Book 6: The Boy Gavroche
- Two little boys – The two unnamed youngest sons of the Thénardiers, whom they send to Magnon to replace her two dead sons. Living on the streets, they encounter Gavroche, who is unaware they are his siblings but treats them like they are his brothers. After Gavroche's death, they retrieve bread tossed by a bourgeois man to geese in a fountain at the Luxembourg Garden.

=== The narrator ===
Hugo does not give the narrator a name and allows the reader to identify the narrator with the novel's author. The narrator occasionally injects himself into the narrative or reports facts outside the time of the narrative to emphasize that he is recounting historical events, not entirely fiction.

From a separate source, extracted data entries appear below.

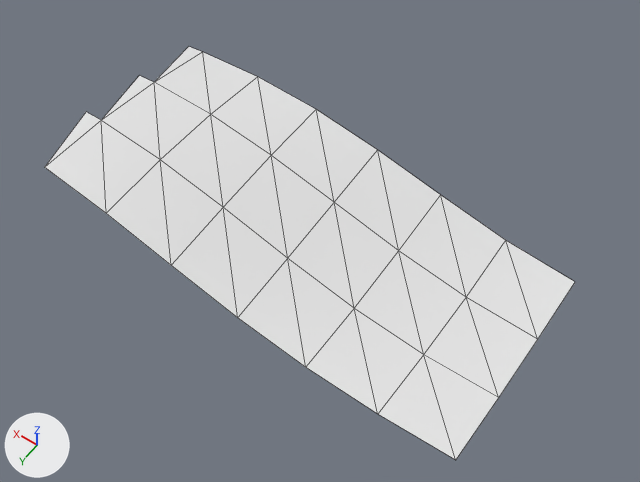
Before and after pictures for a commit that changed the OBJ model models/areas/fort/preview_sand_-3_1.obj.
Camera for both pictures: a camera (50 mm lens) standing at (-69.93, -10.63, 34.04) and looking at (-58.69, -26.37, 9.31). The axes (+X, +Y, +Z) are drawn at lower left. The lights are the same throughout. The older version comes first. Mesh edges are drawn as thin lines. Where no turn or scale is listed for an object, it has been applied to the vertices. Vertices at exactly the same position are counted once.

Names of what the first picture shows: 'preview_sand_-3_1'.
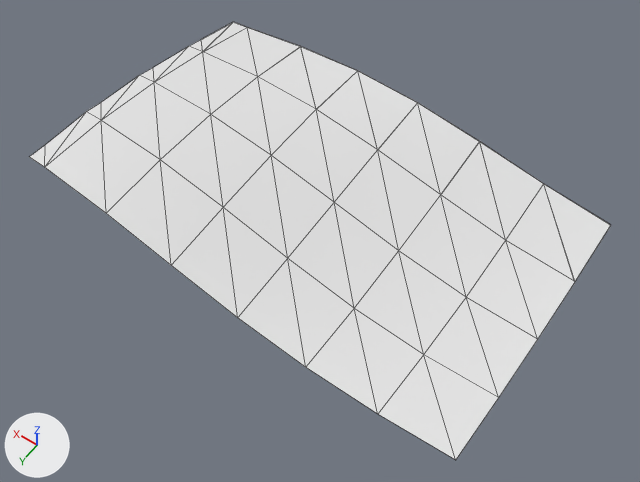
What changed in the scene script:
```text
Change me_preview_sand__3_1:
    used by ob_preview_sand__3_1; location = (0.0, 0.0, 0.0)
    remove me_preview_sand__3_1.from_pydata(...)  # 31 vertices, 39 faces; spans x -66.8..-49.5, y -30.2..-22.0, z 8.8..11.7
    add me_preview_sand__3_1.from_pydata(...)  # 66 vertices, 68 faces; spans x -66.8..-49.5, y -33.0..-22.0, z 8.8..11.7
    me_preview_sand__3_1 part 1
    35 vertices are added at x -66.8..-49.5, y -33.0..-22.0, z 9.0..11.7
    29 new faces join them
```

Location of each change, [x1, y1, x2, y2] in pixels of the pictures (640 x 482 px):
'preview_sand_-3_1', reshaped (10% wider): before [45, 46, 575, 460]; after [30, 22, 611, 460]
part 1 of me_preview_sand__3_1, added: after [30, 22, 611, 282]

He introduces his recounting of Waterloo with several paragraphs describing the narrator's recent approach to the battlefield: "Last year (1861), on a beautiful May morning, a traveller, the person who is telling this story, was coming from Nivelles ..." The narrator describes how "[a]n observer, a dreamer, the author of this book" during the 1832 street fighting was caught in crossfire: "All that he had to protect him from the bullets was the swell of the two half columns which separate the shops; he remained in this delicate situation for nearly half an hour." At one point he apologizes for intruding—"The author of this book, who regrets the necessity of mentioning himself"—to ask the reader's understanding when he describes "the Paris of his youth ... as though it still existed." This introduces a meditation on memories of past places that his contemporary readers would recognize as a self-portrait written from exile: "you have left a part of your heart, of your blood, of your soul, in those pavements." He describes another occasion when a bullet shot "pierced a brass shaving-dish suspended ... over a hairdresser's shop. This pierced shaving-dish was still to be seen in 1848, in the Rue du Contrat-Social, at the corner of the pillars of the market." As evidence of police double agents at the barricades, he writes: "The author of this book had in his hands, in 1848, the special report on this subject made to the Prefect of Police in 1832."